**Activity**
Figure out how many lines of the listing include the string "boxed"; the reply is only that number.

*** Entries supplied ***

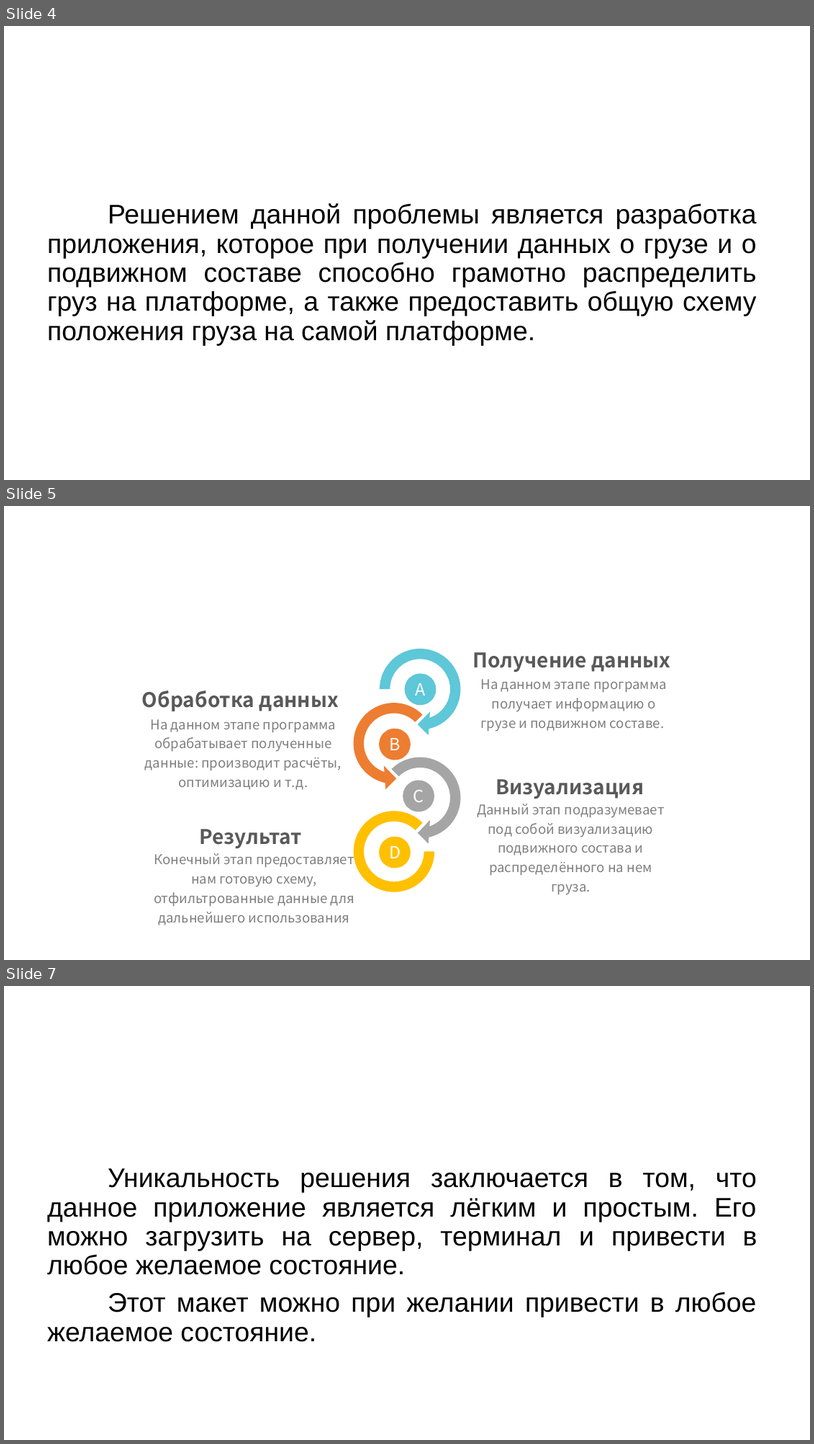
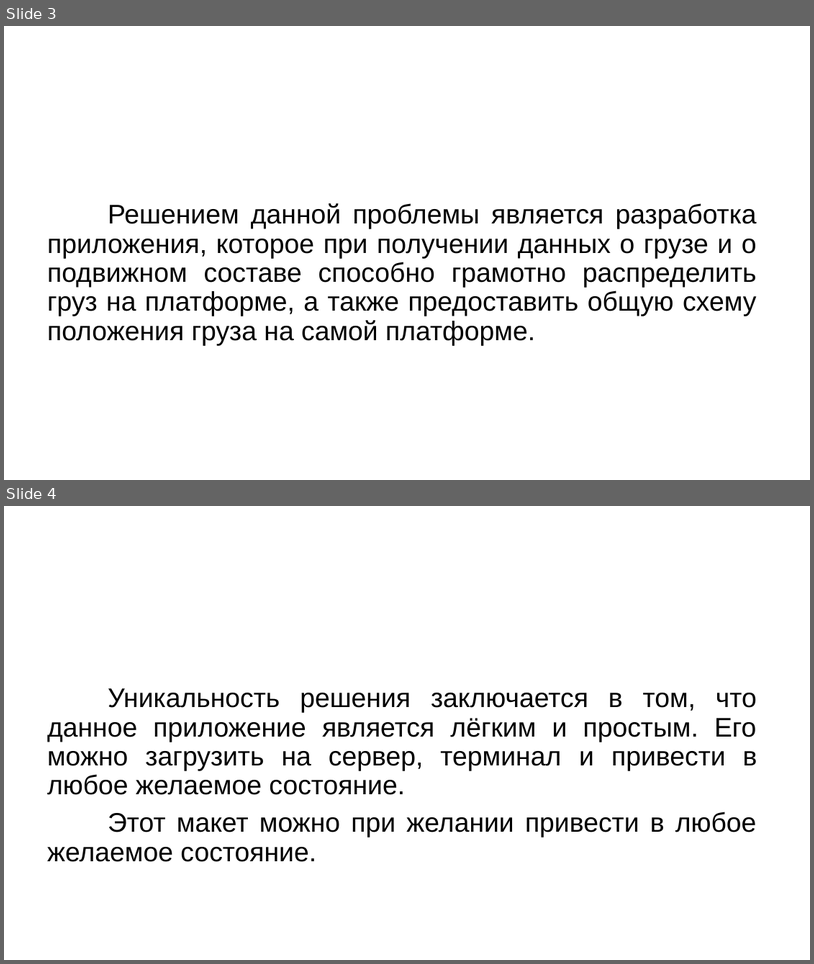
Before and after one commit to comradeoff/trainCat, a slide deck: Презентация.pptx. Shown one above the other, each under a label of ours: slides 4, 5 and 7 before the commit, slides 3 and 4 after it; the slides between them are not shown. The pictures are 814x1444 and 814x964 pixels, drawn with LibreOffice and Linux fonts; fonts in the diff are those of the drawing; background and template pictures are left out. Boxes give left, top, right and bottom in pixels: in the first picture for what was removed or moved away, otherwise in the second. Text is boxed around its words. In the diff, an @@ line names an element or a change of style, - is before the commit and + after.

```diff
--- a/Презентация.pptx
+++ b/Презентация.pptx
@@ slide 5 removed at (x1=4, y1=506, x2=810, y2=960), background picture (left out) @@
@@ title removed at (x1=643, y1=524, x2=779, y2=591) @@
-Идея
@@ text removed at (x1=473, y1=652, x2=671, y2=672) @@
-Получение данных
@@ group removed at (x1=347, y1=642, x2=468, y2=892): 4 ellipses, 2 circular arrows, 1 arch (boxed as its full ring), 1 left circular arrow @@
-C
-D
-B
-A
@@ text removed at (x1=142, y1=690, x2=339, y2=711) @@
-Обработка данных
@@ text removed at (x1=481, y1=679, x2=666, y2=731) @@
-На данном этапе программа получает информацию о грузе и подвижном составе.
@@ text removed at (x1=145, y1=719, x2=341, y2=790) @@
-На данном этапе программа обрабатывает полученные данные: производит расчёты, оптимизацию и т.д.
@@ text removed at (x1=496, y1=779, x2=644, y2=798) @@
-Визуализация
@@ text removed at (x1=477, y1=803, x2=665, y2=894) @@
-Данный этап подразумевает под собой визуализацию подвижного состава и распределённого на нем груза.
@@ text removed at (x1=200, y1=829, x2=303, y2=848) @@
-Результат
@@ text removed at (x1=154, y1=850, x2=355, y2=925) @@
-Конечный этап предоставляет нам готовую схему, отфильтрованные данные для дальнейшего использования
@@ what was slide 4 is now slide 3 @@
@@ what was slide 7 is now slide 4 @@
```
Also in this commit, not shown: 1 slide changed, 1 other slide removed, 1 other file.

*** End of Entries supplied ***

**Your response**
2